One of the things we had planned, was visiting the abandoned summer residence of Josip Tito. Actually, he had more, but this one, very close to the Plitvicka National Park was the one we had eye on: Villa Izvor.
Well, we had to first get out of Bosnia & Herzegovina. The border post outside Bihac is not too busy. At least the times I have been there. And the processing is fast. Just across the border on the Croatian side, you will find an abandoned military airbase with hangars carved in to the mountain. As I have been there a number if times before, we skipped it. But if you haven’t and are in to “dark tourism”, it is worth a visit.

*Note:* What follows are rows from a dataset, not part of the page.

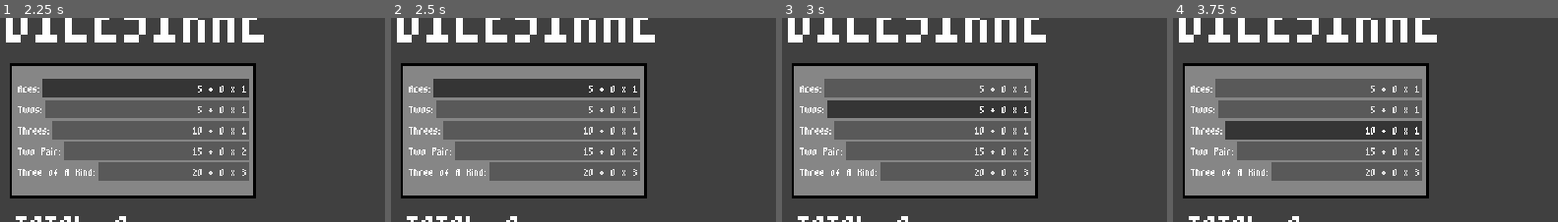
Above: before the commit, frames 1-4 (left to right).
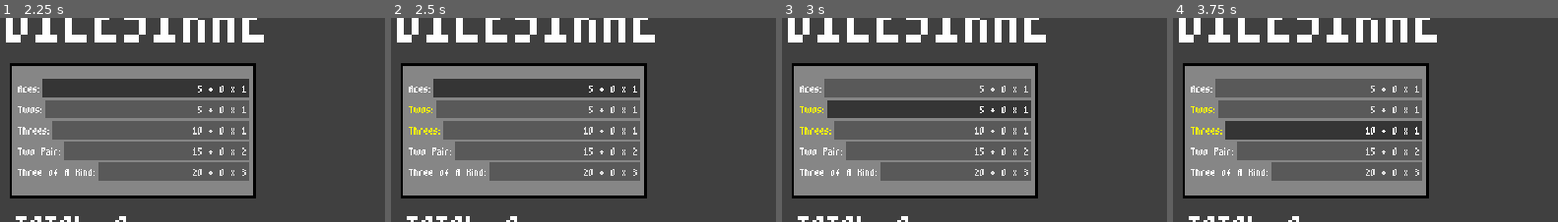
Above: after the commit, the same moments.

Repository: xander6424/DICESIRAE
Game: Godot game, scene res://scenes/main.tscn
Same seed, same stepped clock (60 frames per second), same inputs: the game is played once before the commit and once after it.
Inputs (mouse positions are % of the whole screen's width and height, from its top left):
- Up to frame 1 (2.25 s): click "SCORE" at 0.5 s; click (92, 91) at 1.25 s; click "5 + 0 x 1" at 2 s
- Up to frame 2 (2.5 s): no input
- Up to frame 3 (3 s): click "5 + 0 x 1" at 2.75 s
- Up to frame 4 (3.75 s): click "10 + 0 x 1" at 3.5 s
The pictures show only the part of the screen within x 0-50%, y 6-56%; the shares and areas given below are measured in that part.

Frame 1 is identical in both runs. In frame 2, 0.2% of the frame differs, in the area x 4-13%, y 43-58%; in frame 3, 0.2%; in frame 4, 0.2%.
Error before the commit: Invalid access to property or key 'scoring_dice_list' on a base object of type 'Node (game-data.gd)'. (res://scripts/scorecard.gd:48)

Commit message:
Temporary Scoring Fix
Temporary fix added to the used categories in how they score.

Diff:
--- a/scripts/categories/aces.gd
+++ b/scripts/categories/aces.gd
@@ -8,7 +8,7 @@
 func check_validity() -> void:
 	valid = false
 
-	if VALUE in GameData.scoring_dice_list:
+	if VALUE in DiceManager.scoring_value_list:
 		valid = true
 
 	if valid:
@@ -17,7 +17,7 @@
 		label.add_theme_color_override("font_color", Color.WHITE)
 
 func score_category() -> int:
-	for dice in GameData.scoring_dice_list:
+	for dice in DiceManager.scoring_value_list:
 		if dice == VALUE:
 			total += dice
 
--- a/scripts/categories/three-of-a-kind.gd
+++ b/scripts/categories/three-of-a-kind.gd
@@ -6,8 +6,8 @@
 func check_validity() -> void:
 	valid = false
 
-	for dice in GameData.scoring_dice_list:
-		if GameData.scoring_dice_list.count(dice) >= 3:
+	for dice in DiceManager.scoring_value_list:
+		if DiceManager.scoring_value_list.count(dice) >= 3:
 			valid = true
 			break
 
@@ -17,8 +17,8 @@
 		label.add_theme_color_override("font_color", Color.WHITE)
 
 func score_category():
-	for dice in GameData.scoring_dice_list:
-		if GameData.scoring_dice_list.count(dice) >= 3:
+	for dice in DiceManager.scoring_value_list:
+		if DiceManager.scoring_value_list.count(dice) >= 3:
 			total += dice * 3
 			break
 
--- a/scripts/categories/threes.gd
+++ b/scripts/categories/threes.gd
@@ -8,7 +8,7 @@
 func check_validity() -> void:
 	valid = false
 
-	if VALUE in GameData.scoring_dice_list:
+	if VALUE in DiceManager.scoring_value_list:
 		valid = true
 
 	if valid:
@@ -17,7 +17,7 @@
 		label.add_theme_color_override("font_color", Color.WHITE)
 
 func score_category():
-	for dice in GameData.scoring_dice_list:
+	for dice in DiceManager.scoring_value_list:
 		if dice == VALUE:
 			total += dice
 
--- a/scripts/categories/two-pair.gd
+++ b/scripts/categories/two-pair.gd
@@ -9,9 +9,9 @@
 	var pairs: int = 0
 	var banned_face: int = -1
 
-	for dice in GameData.scoring_dice_list:
+	for dice in DiceManager.scoring_value_list:
 		# Check for a pair
-		if GameData.scoring_dice_list.count(dice) >= 2 and dice != banned_face:
+		if DiceManager.scoring_value_list.count(dice) >= 2 and dice != banned_face:
 			banned_face = dice
 			pairs += 1
 
@@ -32,9 +32,9 @@
 	var pairs: int = 0
 	var banned_face: int = -1
 
-	for dice in GameData.scoring_dice_list:
+	for dice in DiceManager.scoring_value_list:
 		# Check for a pair
-		if GameData.scoring_dice_list.count(dice) >= 2 and dice != banned_face:
+		if DiceManager.scoring_value_list.count(dice) >= 2 and dice != banned_face:
 			total += dice * 2
 			banned_face = dice
 			pairs += 1
--- a/scripts/categories/twos.gd
+++ b/scripts/categories/twos.gd
@@ -8,7 +8,7 @@
 func check_validity() -> void:
 	valid = false
 
-	if VALUE in GameData.scoring_dice_list:
+	if VALUE in DiceManager.scoring_value_list:
 		valid = true
 
 	if valid:
@@ -17,7 +17,7 @@
 		label.add_theme_color_override("font_color", Color.WHITE)
 
 func score_category():
-	for dice in GameData.scoring_dice_list:
+	for dice in DiceManager.scoring_value_list:
 		if dice == VALUE:
 			total += dice
 
--- a/scripts/global/dice-manager.gd
+++ b/scripts/global/dice-manager.gd
@@ -11,6 +11,9 @@
 var rolling_dice_list: Array[DiceInfo] = []
 var saved_dice_list: Array[DiceInfo] = []
 var discard_pile: Array[DiceInfo] = []
+
+var scoring_dice_list: Array[DiceInfo] = []
+var scoring_value_list: Array[int] = []
 
 
 func _ready() -> void:
@@ -37,6 +40,22 @@
 
 func _on_hand_rolling_done() -> void:
 	print("HAND DONE ROLLING")
+
+	# Move all rolled/saved dice in a scoring list to be checked
+	scoring_dice_list.clear()
+	scoring_value_list.clear()
+	for dice in rolling_dice_list:
+		var index: int = dice.current_face_index
+
+		scoring_dice_list.append(dice)
+		scoring_value_list.append(dice.faces[index].face_value)
+	for dice in saved_dice_list:
+		var index: int = dice.current_face_index
+
+		scoring_dice_list.append(dice)
+		scoring_value_list.append(dice.faces[index].face_value)
+
+	print(scoring_value_list)
 	_update_round_status.emit()
 
 
--- a/scripts/scorecard.gd
+++ b/scripts/scorecard.gd
@@ -45,12 +45,6 @@
 			scorecard_index += 1
 
 func _update_scorecard() -> void:
-	GameData.scoring_dice_list.clear()
-	for dice in GameData.rolling_dice_list:
-		GameData.scoring_dice_list.append(dice)
-	for dice in GameData.saved_dice_list:
-		GameData.scoring_dice_list.append(dice)
-
 	for category in CategoryData.active_category_info_list:
 		category.total = 0

It was completed in 1968 and built to withstand a direct hit from a 20 kiloton nuclear bomb. Returning to “normal” tourism, a visit at the Plitvicka National Park is a must if you haven’t been there before. It is close by. But in recent years, it have turned in to a tourist trap. Not sure where the Covid-19 leaves the place.

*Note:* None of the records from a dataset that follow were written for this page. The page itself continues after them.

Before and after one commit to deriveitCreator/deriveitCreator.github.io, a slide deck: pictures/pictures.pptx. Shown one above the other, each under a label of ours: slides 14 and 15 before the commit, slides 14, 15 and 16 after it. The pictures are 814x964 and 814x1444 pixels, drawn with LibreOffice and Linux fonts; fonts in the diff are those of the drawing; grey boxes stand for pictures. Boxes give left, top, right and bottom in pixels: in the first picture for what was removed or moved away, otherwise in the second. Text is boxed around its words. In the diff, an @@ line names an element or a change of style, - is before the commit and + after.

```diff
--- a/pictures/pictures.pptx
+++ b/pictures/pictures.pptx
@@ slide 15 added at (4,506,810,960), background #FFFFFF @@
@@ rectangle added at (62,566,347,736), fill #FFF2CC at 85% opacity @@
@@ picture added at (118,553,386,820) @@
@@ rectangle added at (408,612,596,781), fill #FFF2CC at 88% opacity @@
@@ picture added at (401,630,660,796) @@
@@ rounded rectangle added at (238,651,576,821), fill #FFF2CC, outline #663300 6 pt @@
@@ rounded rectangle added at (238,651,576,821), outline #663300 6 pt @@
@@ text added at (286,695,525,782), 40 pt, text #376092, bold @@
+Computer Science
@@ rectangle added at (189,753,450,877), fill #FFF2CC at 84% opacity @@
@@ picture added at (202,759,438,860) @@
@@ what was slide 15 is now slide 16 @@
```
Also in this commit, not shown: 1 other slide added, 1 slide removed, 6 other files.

Back to the Villa Izvor: It had started construction in 1948 and was built by prisoners and was completed in 5 years. It was supposed to be used by Tito and high ranking Yugoslavian Army officials.

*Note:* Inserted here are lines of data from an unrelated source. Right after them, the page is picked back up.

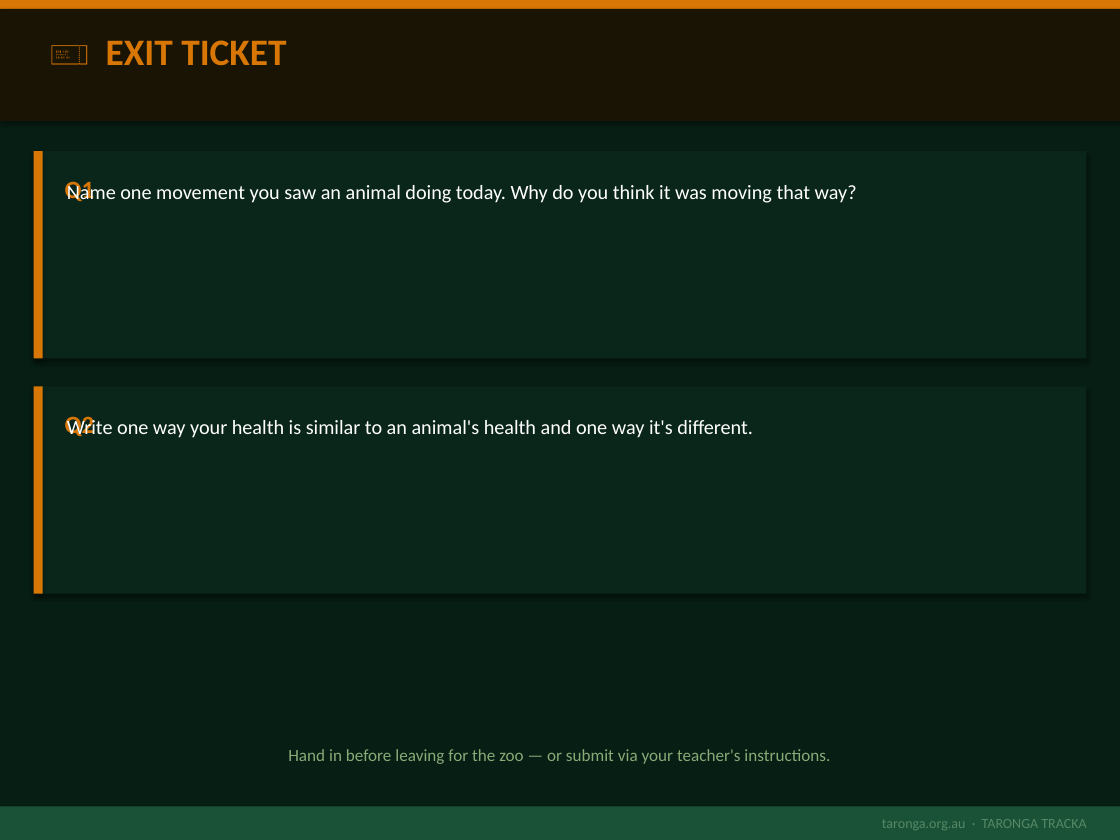
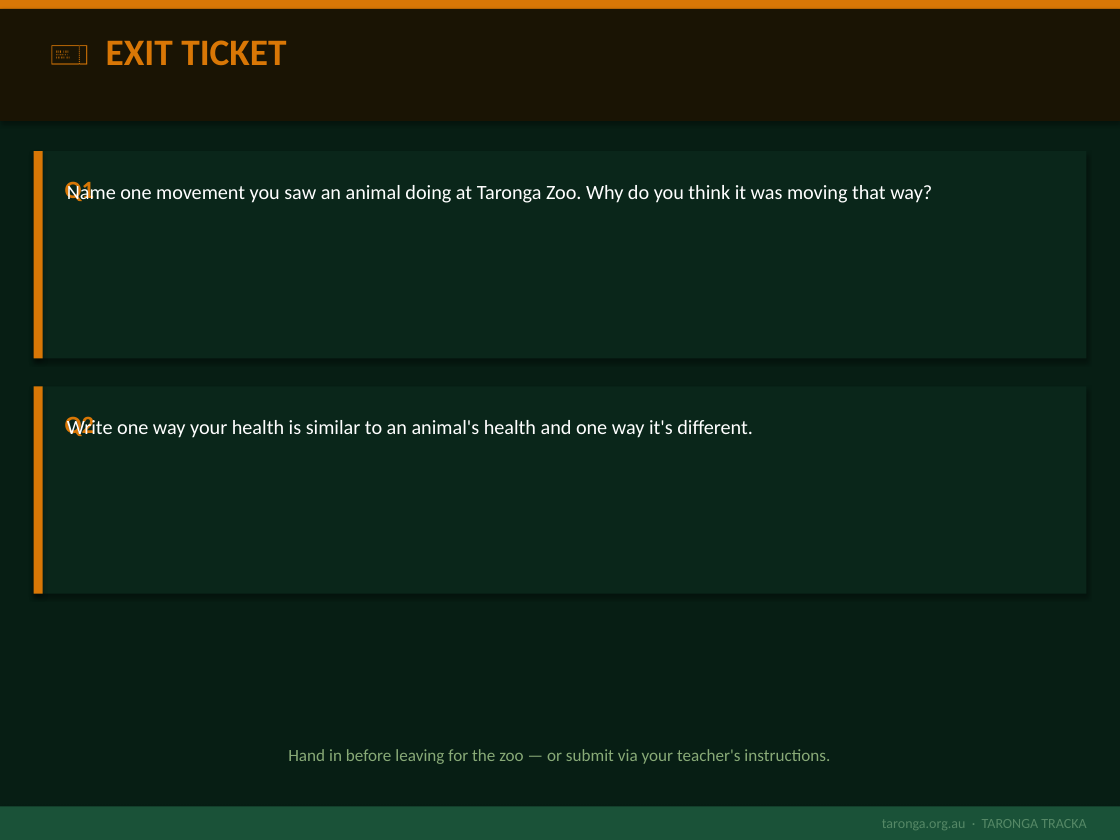
Before and after one commit to ctr2560-prog/TarongaTrackaV2, a slide deck: slide 10 of public/resources/pptx/pre-pdhpe-s2.pptx. Drawn at 1120x840 pixels with LibreOffice and Linux fonts; fonts in the diff are those of the drawing. Boxes give left, top, right and bottom in pixels: in the first picture for what was removed or moved away, otherwise in the second. Text is boxed around its words. In the diff, an @@ line names an element or a change of style, - is before the commit and + after.

```diff
--- a/public/resources/pptx/pre-pdhpe-s2.pptx
+++ b/public/resources/pptx/pre-pdhpe-s2.pptx
@@ text at box(67, 182, 932, 203): text changed @@
-Name one movement you saw an animal doing today. Why do you think it was moving that way?
+Name one movement you saw an animal doing at Taronga Zoo. Why do you think it was moving that way?
```
Also in this commit, not shown: 1 other slide changed, 34 other files.

Getting there, is by a narrow paved road through forest. Quite nice, actually. The entire area is nice, and one can easily imagine why the villa was placed here. Today, it is mostly collapsed and overgrown, and everything of value is gone.
It is located in the Plivticka National Park and is generally a very nice outdoor area with lots of trails and outdoor activities.
After spending a little time walking around in the ruins, hoping to not getting hit by falling debris, we continued north towards Slovenia. Today would be the last day of riding before meeting the guys in Italy.
Along the route, pain in my knee increased to the point where it took the fun of riding away. I had been riding the last two weeks with bare skin against the knee pads on my Klim pants, only separated by a mesh fabric. The constant grinding against the fabric had resulted in the skin coming ever so slightly off, but enough to get an infection. So I found a pharmacy and got some creme, pain killers, and bandage that hopefully would help.
While it did help a bit, I eventually, after a few days, decided to take out the knee padding out to give room. It had come to the point where it wasn’t the grinding only, the slight pressure itself was painful.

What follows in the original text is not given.